I do not think you need to wait to go to obedience class. In fact it may be beneficial to go early, so you can make sure you are training the right way (and with any strange behavior she is doing now) from the start. If the class is like any I've been to, the teacher will give you some tips, then leave the hard part to you, which is doing training during the week before the next class.


----------



## EKreeger (Jun 16, 2010)

After reading these comments, I think it may just be over-excitement. She's just really energetic and excited all the time, except when we get outside. She won't play, fetch, run with the other dogs. Nothing. Just sniffs and sniffs and sniffs. EVERYTHING. The air. Every blade of grass.

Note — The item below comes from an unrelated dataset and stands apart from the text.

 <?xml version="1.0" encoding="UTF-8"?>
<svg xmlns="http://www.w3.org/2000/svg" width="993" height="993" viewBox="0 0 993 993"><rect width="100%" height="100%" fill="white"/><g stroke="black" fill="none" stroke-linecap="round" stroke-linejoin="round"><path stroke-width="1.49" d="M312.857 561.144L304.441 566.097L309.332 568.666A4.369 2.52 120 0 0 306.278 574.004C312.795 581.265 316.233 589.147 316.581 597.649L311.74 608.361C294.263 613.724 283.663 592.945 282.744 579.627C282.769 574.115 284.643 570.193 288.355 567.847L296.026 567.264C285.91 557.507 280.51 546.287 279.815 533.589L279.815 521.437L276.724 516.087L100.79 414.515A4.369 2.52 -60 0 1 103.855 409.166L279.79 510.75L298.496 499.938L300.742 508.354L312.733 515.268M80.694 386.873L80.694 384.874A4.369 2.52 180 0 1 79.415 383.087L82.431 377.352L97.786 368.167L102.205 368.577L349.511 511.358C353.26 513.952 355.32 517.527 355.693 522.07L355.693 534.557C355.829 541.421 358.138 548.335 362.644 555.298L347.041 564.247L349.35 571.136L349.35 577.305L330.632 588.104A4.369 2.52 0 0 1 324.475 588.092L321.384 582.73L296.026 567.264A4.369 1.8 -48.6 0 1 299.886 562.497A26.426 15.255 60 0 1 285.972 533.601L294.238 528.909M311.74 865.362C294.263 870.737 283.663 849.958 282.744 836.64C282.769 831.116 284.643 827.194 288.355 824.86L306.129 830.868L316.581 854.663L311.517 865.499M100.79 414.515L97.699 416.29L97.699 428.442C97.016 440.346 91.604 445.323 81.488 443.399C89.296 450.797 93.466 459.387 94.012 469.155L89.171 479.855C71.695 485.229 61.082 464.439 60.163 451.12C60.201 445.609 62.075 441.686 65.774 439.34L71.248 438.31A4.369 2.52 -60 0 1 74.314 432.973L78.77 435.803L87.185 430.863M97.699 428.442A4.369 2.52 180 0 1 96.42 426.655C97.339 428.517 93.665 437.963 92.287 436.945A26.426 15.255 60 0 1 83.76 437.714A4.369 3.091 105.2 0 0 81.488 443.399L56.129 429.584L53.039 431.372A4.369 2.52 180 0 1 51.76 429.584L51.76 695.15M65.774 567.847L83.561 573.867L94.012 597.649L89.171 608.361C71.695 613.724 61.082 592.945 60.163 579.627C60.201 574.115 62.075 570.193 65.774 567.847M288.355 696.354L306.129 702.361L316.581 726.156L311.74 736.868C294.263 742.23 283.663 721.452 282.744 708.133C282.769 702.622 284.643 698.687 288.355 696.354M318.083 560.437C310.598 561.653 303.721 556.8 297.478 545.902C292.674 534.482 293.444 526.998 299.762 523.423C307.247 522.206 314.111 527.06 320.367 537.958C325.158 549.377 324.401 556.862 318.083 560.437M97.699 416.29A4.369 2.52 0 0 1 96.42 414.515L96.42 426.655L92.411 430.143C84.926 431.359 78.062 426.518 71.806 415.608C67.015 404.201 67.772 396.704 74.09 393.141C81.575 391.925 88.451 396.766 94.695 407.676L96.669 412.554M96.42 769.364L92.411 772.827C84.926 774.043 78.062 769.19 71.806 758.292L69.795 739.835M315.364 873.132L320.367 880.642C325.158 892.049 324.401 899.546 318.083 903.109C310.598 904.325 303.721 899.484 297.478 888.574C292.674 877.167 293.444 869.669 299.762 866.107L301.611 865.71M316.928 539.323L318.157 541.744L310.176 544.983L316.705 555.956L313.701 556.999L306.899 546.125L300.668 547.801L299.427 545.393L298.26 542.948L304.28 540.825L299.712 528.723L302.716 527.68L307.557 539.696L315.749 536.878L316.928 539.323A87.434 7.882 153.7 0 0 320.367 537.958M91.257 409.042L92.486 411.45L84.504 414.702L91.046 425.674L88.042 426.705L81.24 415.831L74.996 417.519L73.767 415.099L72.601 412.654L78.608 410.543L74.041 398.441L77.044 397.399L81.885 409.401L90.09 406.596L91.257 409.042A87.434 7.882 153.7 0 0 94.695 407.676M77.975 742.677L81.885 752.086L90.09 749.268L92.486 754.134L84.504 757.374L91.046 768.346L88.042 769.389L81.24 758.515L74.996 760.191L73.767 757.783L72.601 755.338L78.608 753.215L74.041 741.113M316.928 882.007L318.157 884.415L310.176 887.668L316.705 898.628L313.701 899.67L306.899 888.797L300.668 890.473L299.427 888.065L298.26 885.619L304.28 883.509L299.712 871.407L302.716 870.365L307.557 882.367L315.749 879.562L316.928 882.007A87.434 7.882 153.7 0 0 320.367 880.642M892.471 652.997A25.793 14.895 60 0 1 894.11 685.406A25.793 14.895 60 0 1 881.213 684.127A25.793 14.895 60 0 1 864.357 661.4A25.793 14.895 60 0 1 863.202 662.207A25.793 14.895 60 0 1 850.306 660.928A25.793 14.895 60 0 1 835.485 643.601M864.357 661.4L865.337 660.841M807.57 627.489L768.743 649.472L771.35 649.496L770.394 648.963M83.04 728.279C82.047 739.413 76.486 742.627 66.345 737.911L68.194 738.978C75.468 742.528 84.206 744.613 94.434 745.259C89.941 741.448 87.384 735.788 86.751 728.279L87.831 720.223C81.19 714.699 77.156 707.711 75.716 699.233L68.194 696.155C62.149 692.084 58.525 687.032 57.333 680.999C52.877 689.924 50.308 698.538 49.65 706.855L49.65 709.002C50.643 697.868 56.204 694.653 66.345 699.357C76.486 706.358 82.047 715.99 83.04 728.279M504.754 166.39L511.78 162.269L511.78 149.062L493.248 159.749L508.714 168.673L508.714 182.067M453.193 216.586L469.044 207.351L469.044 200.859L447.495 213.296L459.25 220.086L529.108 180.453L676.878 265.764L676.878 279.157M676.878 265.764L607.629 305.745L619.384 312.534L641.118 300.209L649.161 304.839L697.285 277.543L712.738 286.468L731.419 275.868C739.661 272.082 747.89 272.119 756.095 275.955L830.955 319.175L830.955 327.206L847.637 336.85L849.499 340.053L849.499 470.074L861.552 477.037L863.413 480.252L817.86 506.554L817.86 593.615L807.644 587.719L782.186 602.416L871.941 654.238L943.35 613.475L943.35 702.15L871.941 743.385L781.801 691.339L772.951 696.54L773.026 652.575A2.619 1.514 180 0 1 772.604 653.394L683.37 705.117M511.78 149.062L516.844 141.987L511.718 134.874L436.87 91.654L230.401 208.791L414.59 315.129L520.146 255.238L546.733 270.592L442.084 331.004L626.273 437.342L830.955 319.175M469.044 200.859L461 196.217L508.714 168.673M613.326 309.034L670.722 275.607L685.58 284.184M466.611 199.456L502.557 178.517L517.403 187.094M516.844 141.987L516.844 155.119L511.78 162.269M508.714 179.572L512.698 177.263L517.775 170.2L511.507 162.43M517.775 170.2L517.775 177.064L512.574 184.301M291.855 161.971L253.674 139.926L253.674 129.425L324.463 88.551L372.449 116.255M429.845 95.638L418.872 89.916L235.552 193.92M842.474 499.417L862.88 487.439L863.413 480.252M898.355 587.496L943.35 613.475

She won't ever potty. however, we did have a breakthrough this morning! she pooped outside for the first time since being here. We've only had her for a few days. i know that's not enough time for ANYTHING. With this thread, I was just looking on general thoughts on when to start an actual obedience class. 

Guess I was just kinda wondering about how long it takes for them to settle in to a new place and new routine with new people.

The two week shutdown seems so hard. I was reading here the day we got her and saw your "two week shutdown" posted elsewhere. Tried it the first two days and I just couldn't stick with it. She was in the kennel and was BANGING on the bottom pan with both front paws for HOURS. She still does it EVERY MORNING. I don't know how to break this behavior...


----------



## msvette2u (Mar 20, 2006)

Ignoring it will work.
If you don't do the two week shut down that's fine, but it's going to take her longer to become secure in her new home. 
The beauty of the two weeks of her being crated primarily is that she gets to absorb the household on neutral territory, without interacting with it (which is stressful to her).
When you describe her background (plus your own concerns),


> but I'm worried about her accepting me as the pack leader


 it'd be essential for her to learn who is her leader sooner than later. 
You may be able to avoid a ton of issues that will inevitably crop up, should you do the shut down, especially since it seems you have a houseful of other animals?
This dog sounds extremely insecure if she's "attention starved". She's trying to control her environment because it's all so new and strange to her.



> She's incredibly hard headed like every other GSD I've known,


That's a funny thing for you to say since I've don't hear anyone else say that, we certainly do not say that about our GSDs. Hounds maybe, but not GSDs. This breed is all about people, and pleasing them, wanting to please them, which makes them easy to train. Most herding breeds are easy to train due to their intelligence but also biddability which simply means willing to work.


----------



## Anja1Blue (Feb 27, 2008)

I have never done a shut down on any of our dogs (all but one rescues or rehomed from breeders) but I do start OB classes immediately. Conor was our last adoptee (at 6 months) and we had a class lined up for him a week later. The sooner you start the sooner you can begin to establish a bond, and yourself (and your family, they need to be fully involved also) as the leader. It can take up to 6 months for a dog to settle in to a new home, depending on its previous experience, and to realize that this is a permanent situation. Laying the ground rules early on will speed up that process. A group class is always best unless the dog has serious issues - it will give you a chance to hone socialization skills - and is fun for you because you get to meet other dog owners!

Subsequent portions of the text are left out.